Bayer’s Innovative Approach in Prostate Cancer Treatment: A Closer Look at the 225Ac-PSMA-Trillium Study

Bayer AG ((BAYRY)), Bayer Ag (UK) ((GB:0P6S)) announced an update on their ongoing clinical study.

Bayer AG is conducting a Phase 1 clinical study titled ‘A Phase 1 Open-label, First-in-human, Multi-center Study to Evaluate the Safety, Tolerability, Pharmacokinetics, and Antitumor Activity of 225Ac-PSMA-Trillium in Participants With Advanced Metastatic Castration-resistant Prostate Cancer (mCRPC)’. The study aims to assess the safety and efficacy of 225Ac-PSMA-Trillium, a novel treatment for mCRPC, a prostate cancer that has spread and is resistant to hormone therapy. The study’s significance lies in its potential to offer a new therapeutic option for patients with limited treatment choices.
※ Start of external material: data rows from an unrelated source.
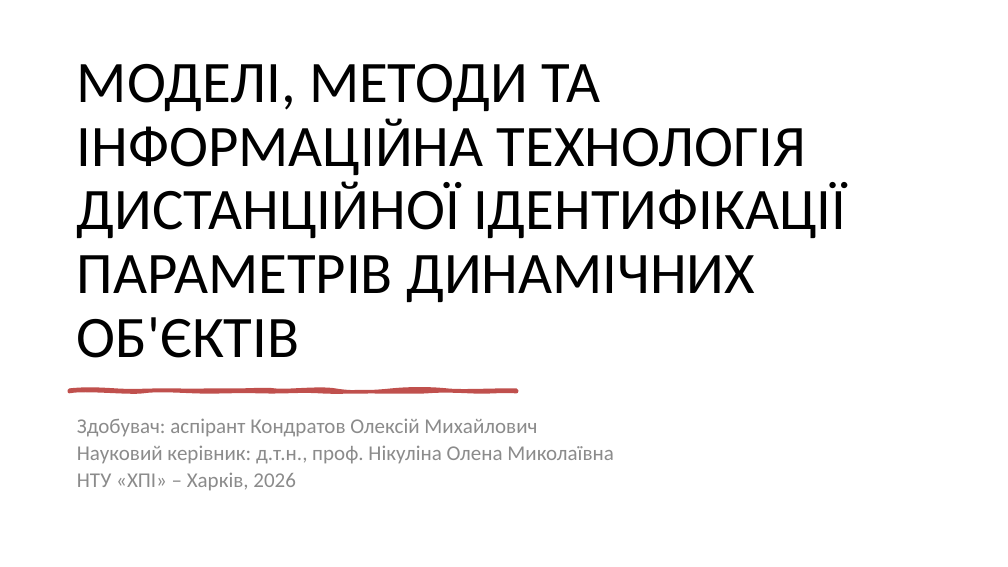
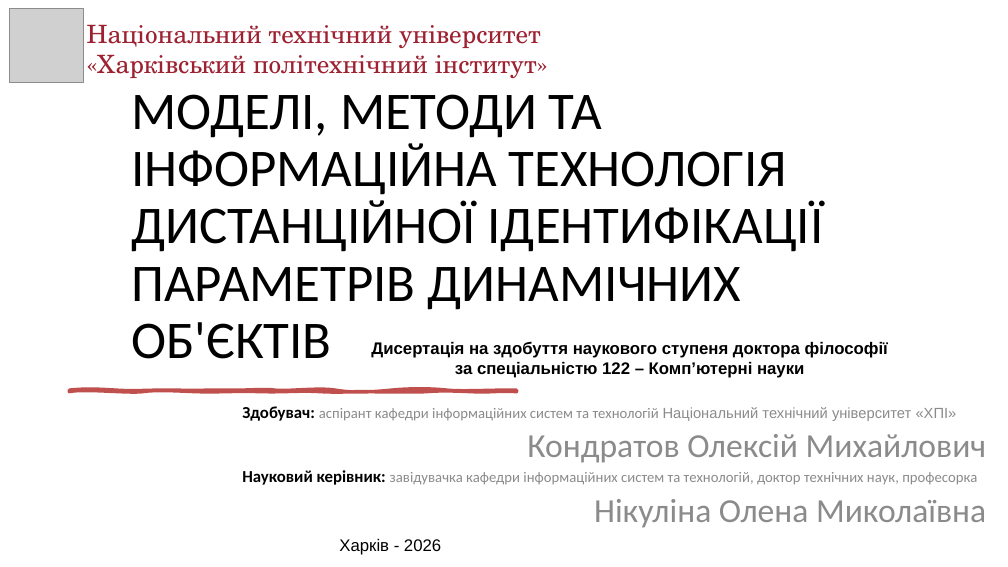
Before and after one commit to ly0wenka/dis_f, a slide deck: slide 1 of dissertation_Kondratov_slides.pptx. Drawn at 1008x567 pixels with LibreOffice and Linux fonts; fonts in the diff are those of the drawing; grey boxes stand for pictures. Boxes give left, top, right and bottom in pixels: in the first picture for what was removed or moved away, otherwise in the second. Text is boxed around its words. In the diff, an @@ line names an element or a change of style, - is before the commit and + after.

```diff
--- a/dissertation_Kondratov_slides.pptx
+++ b/dissertation_Kondratov_slides.pptx
@@ picture added at <box>9,8,83,82</box> @@
@@ text added at <box>87,24,540,78</box>, 24 pt, text #9D2131 @@
+Національний технічний університет
+«Харківський політехнічний інститут»
@@ title "МОДЕЛІ, МЕТОДИ ТА ІНФОРМАЦІЙНА ТЕХНОЛОГІЯ": place and size @@
-title "МОДЕЛІ, МЕТОДИ ТА ІНФОРМАЦІЙНА ТЕХНОЛОГІЯ" at <box>77,64,846,358</box>
+title "МОДЕЛІ, МЕТОДИ ТА ІНФОРМАЦІЙНА ТЕХНОЛОГІЯ" at <box>131,94,824,359</box>
@@ title "МОДЕЛІ, МЕТОДИ ТА ІНФОРМАЦІЙНА ТЕХНОЛОГІЯ" at <box>131,94,824,359</box>: size 56 to 50.4 pt @@
@@ text added at <box>371,341,888,378</box>, 16 pt, text #000000, bold @@
+Дисертація на здобуття наукового ступеня доктора філософії
+за спеціальністю 122 – Комп’ютерні науки
@@ subtitle at <box>242,406,986,528</box>: text changed; size 20 to 14 pt @@
-Здобувач: аспірант Кондратов Олексій Михайлович
-Науковий керівник: д.т.н., проф. Нікуліна Олена Миколаївна
-НТУ «ХПІ» – Харків, 2026
+Здобувач: аспірант кафедри інформаційних систем та технологій Національний технічний університет «ХПІ»
+Кондратов Олексій Михайлович
+Науковий керівник: завідувачка кафедри інформаційних систем та технологій, доктор технічних наук, професорка
+Нікуліна Олена Миколаївна
@@ text added at <box>339,539,441,555</box>, 16 pt, text #000000 @@
+Харків - 2026
```
Also in this commit, not shown: 41 other slides changed.

The intervention being tested is 225Ac-PSMA-Trillium (BAY3563254), a drug designed to bind to PSMA and emit radiation to destroy cancer cells. This treatment is administered via intravenous injection every six weeks.

The study employs a non-randomized, sequential intervention model with no masking, focusing primarily on treatment. It consists of two parts: dose escalation to determine the optimal dose, followed by dose expansion to assess efficacy at the identified dose.

The study commenced on March 7, 2024, with an estimated completion date yet to be determined. The latest update was submitted on July 14, 2025. These dates are crucial for tracking the study’s progress and anticipating results.

This clinical trial could significantly impact Bayer’s stock performance by potentially introducing a breakthrough treatment in the prostate cancer market. Positive outcomes may enhance investor confidence and position Bayer competitively against other pharmaceutical companies in the oncology sector.

The study is ongoing, with further details available on the ClinicalTrials portal.